Minutes passed. By the time it was over, the clearing was a mess of fur, blood, and torn flesh. Reith stood alone among the carnage, panting heavily. Then he tilted his head toward the fading stars and let out a slow, ragged breath, the adrenaline still buzzing under his skin.

He dragged his weapons back toward where Mira still stood, the scythe still buried in a wolf carcass he pulled behind him.

Dropping both weapons, he collapsed onto the ground with a grunt, bleeding from several shallow cuts and a deeper bite wound on his shoulder.

“Ahhaha,” his exhale turned into a small laugh. “That was fun.”

Mira stared down at him, her expression somewhere between concern and disbelief.

“Are you okay?”

“Yep. Never been better.”

“You sure? You were… weird. Back there.”

Reith chuckled dryly. “You said it yourself. Push, punch, move on.”

She frowned, glancing down at the bloodied jacket she wore—his jacket—and then back at him, now sprawled across the earth like a man who’d just run headfirst into a wall and then came out grinning.

“You sure you’re okay?” she repeated, more serious now. “You went wild on that thing’s corpse earlier… and now this.”

“You said I was messed up, right?” Reith sat up slowly. His voice dropped. “You’re not wrong.”

Mira tilted her head, cautious.

“I suffer from somethings,” Reith continued, eyes staring into the firelight. “IED. Intermittent Explosive Disorder. Basically, my brain gets angry before I do”

“Outbursts,” he went on. “Sudden. Stupid. Dangerous. Back home, they just told me to ‘walk it off’ or ‘go chop wood.’ Like that fixed anything.”

“You… you can’t control it?” she asked, quieter now.

“I try. But when the pressure builds, it’s like holding back a flood with your hands. Fighting, violence—it drains it out of me. That’s why I do what I do.”

Mira sat down across from him. “That cant be healthy.”

Reith gave a dry smile. “Nope, but my family didn’t want to play for a therapist or treatment, in fact i think they liked that i got mad i could work it off they used to say.”
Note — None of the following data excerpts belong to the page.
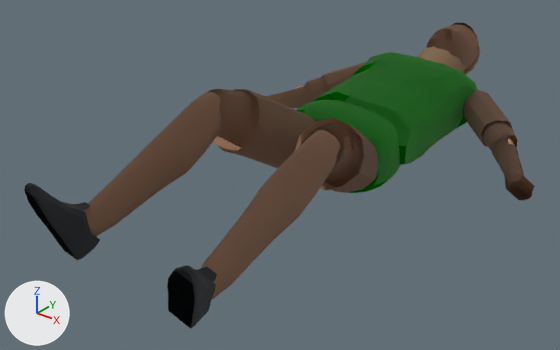
A saved change to the glTF model tools/gf_exporter/output/avatars/latin_american.glb.
Camera for both pictures: a 50 mm lens placed at (1.244, -1.794, 1.023), pointed at (-0.071, -0.15, 0.004). Every picture has the same lights, and +X, +Y and +Z are marked at lower left. The older version comes first. Where no turn or scale is listed for an object, it has been applied to the vertices. Vertices at exactly the same position are counted once.

Names of what the first picture shows: 'body', 'left_ankle', 'left_elbow', 'left_knee', 'left_shoulder', 'left_thigh', 'middle', 'neck', 'right_ankle', 'right_knee', 'right_shoulder', 'right_thigh' and 2 more.
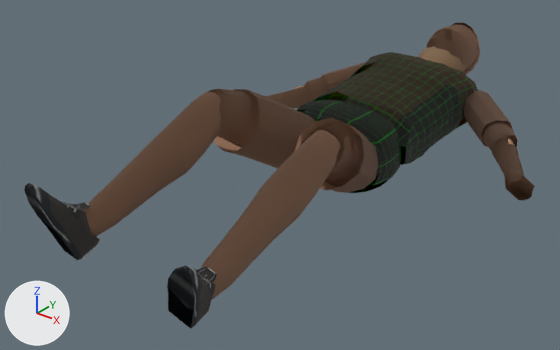
Where the change shows, as pixel boxes [x1, y1, x2, y2] in the pictures (560 x 350 px):
part 1 of me_mesh_body, surface changed (green to black): [297, 100, 401, 193] in both
part 2 of me_mesh_middle, surface changed: [314, 52, 478, 165] in both
part 3 of me_mesh_left_ankle, surface changed (lighter): [167, 265, 217, 319] in both

What changed in the scene script:
```text
Change me_mesh_body:
    where me_mesh_body.from_pydata(...)  # 256 vertices, 508 faces; spans x -0.191..0.189, y -0.057..0.226, z -0.124..0.116
    used by ob_body; location = (0.0, 0.0, 0.052)
    me_mesh_body part 1: 508 kept faces spanning x -0.191..0.189, y -0.057..0.226, z -0.124..0.116 get new texture (UV) coordinates
Change me_mesh_middle:
    where me_mesh_middle.from_pydata(...)  # 192 vertices, 380 faces; spans x -0.223..0.223, y -0.079..0.506, z -0.109..0.158
    used by ob_middle; location = (0.0, 0.145, 0.061)
    me_mesh_middle part 2: 380 kept faces spanning x -0.223..0.223, y -0.079..0.506, z -0.109..0.158 get new texture (UV) coordinates
Change me_mesh_left_ankle:
    where me_mesh_left_ankle.from_pydata(...)  # 72 vertices, 126 faces; spans x -0.066..0.082, y -0.144..-0.001, z -0.119..0.107
    used by ob_left_ankle; location = (0.195, -0.729, 0.059)
    me_mesh_left_ankle part 3: 126 kept faces spanning x -0.066..0.082, y -0.144..-0.001, z -0.119..0.107 get new texture (UV) coordinates
```
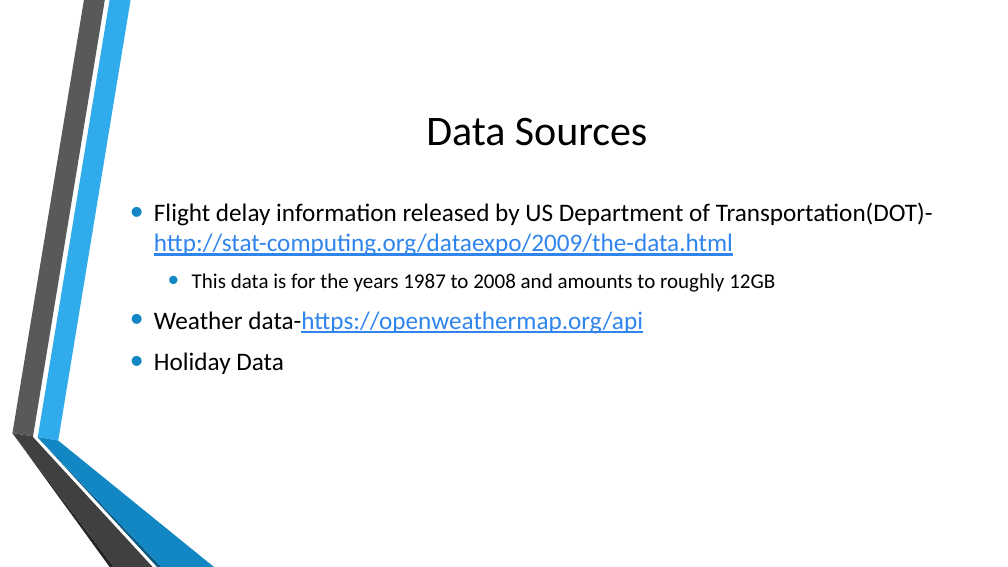
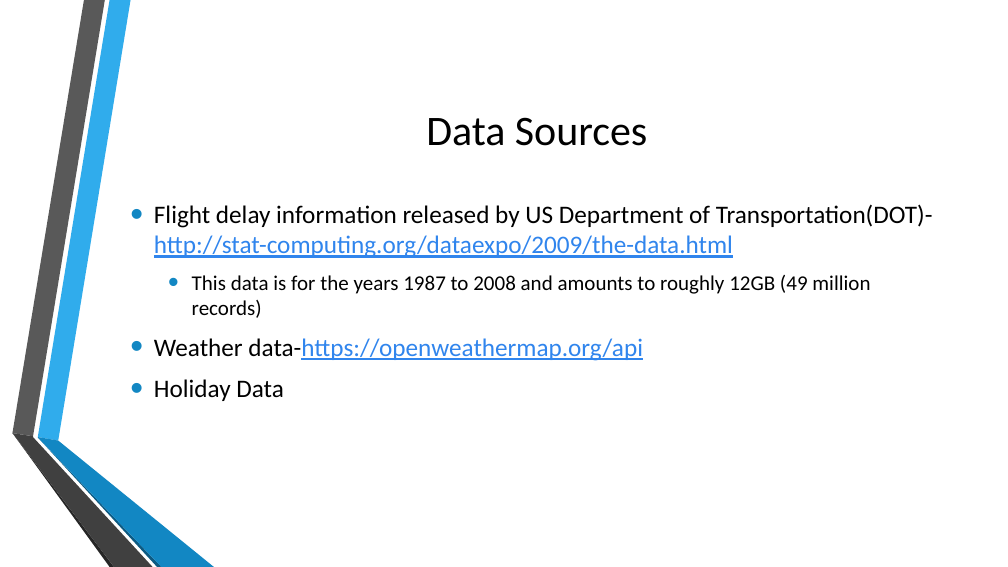
Before and after one commit to RoAjinkya/FlightDelay, a slide deck: slide 5 of docs/Planning Presentation.pptx. Drawn at 1008x567 pixels with LibreOffice and Linux fonts; fonts in the diff are those of the drawing; background and template pictures are left out. Boxes give left, top, right and bottom in pixels: in the first picture for what was removed or moved away, otherwise in the second. Text is boxed around its words. In the diff, an @@ line names an element or a change of style, - is before the commit and + after.

```diff
--- a/docs/Planning Presentation.pptx
+++ b/docs/Planning Presentation.pptx
@@ text at (x1=192, y1=275, x2=870, y2=318): text changed @@
-  • This data is for the years 1987 to 2008 and amounts to roughly 12GB
+  • This data is for the years 1987 to 2008 and amounts to roughly 12GB (49 million records)
```
Also in this commit, not shown: 2 other slides changed, 1 other file.

“And what if one day you snap… and it’s not just wolves in front of you?”

He looked her in the eye. “I hope that wont happen.”

She blinked at that. The air felt heavy again, but not hostile—just fragile.

“Anyways, now you know and thanks for the arrow,” he added after a moment. “On my back.”

“You’re welcome,” she said. Then, after a pause “Thank you” Reith looked up at her. “For telling me i mean”

They sat in silence again, this time sharing the quiet, not fighting it.

Dawn began to peek through the trees, pale and gold.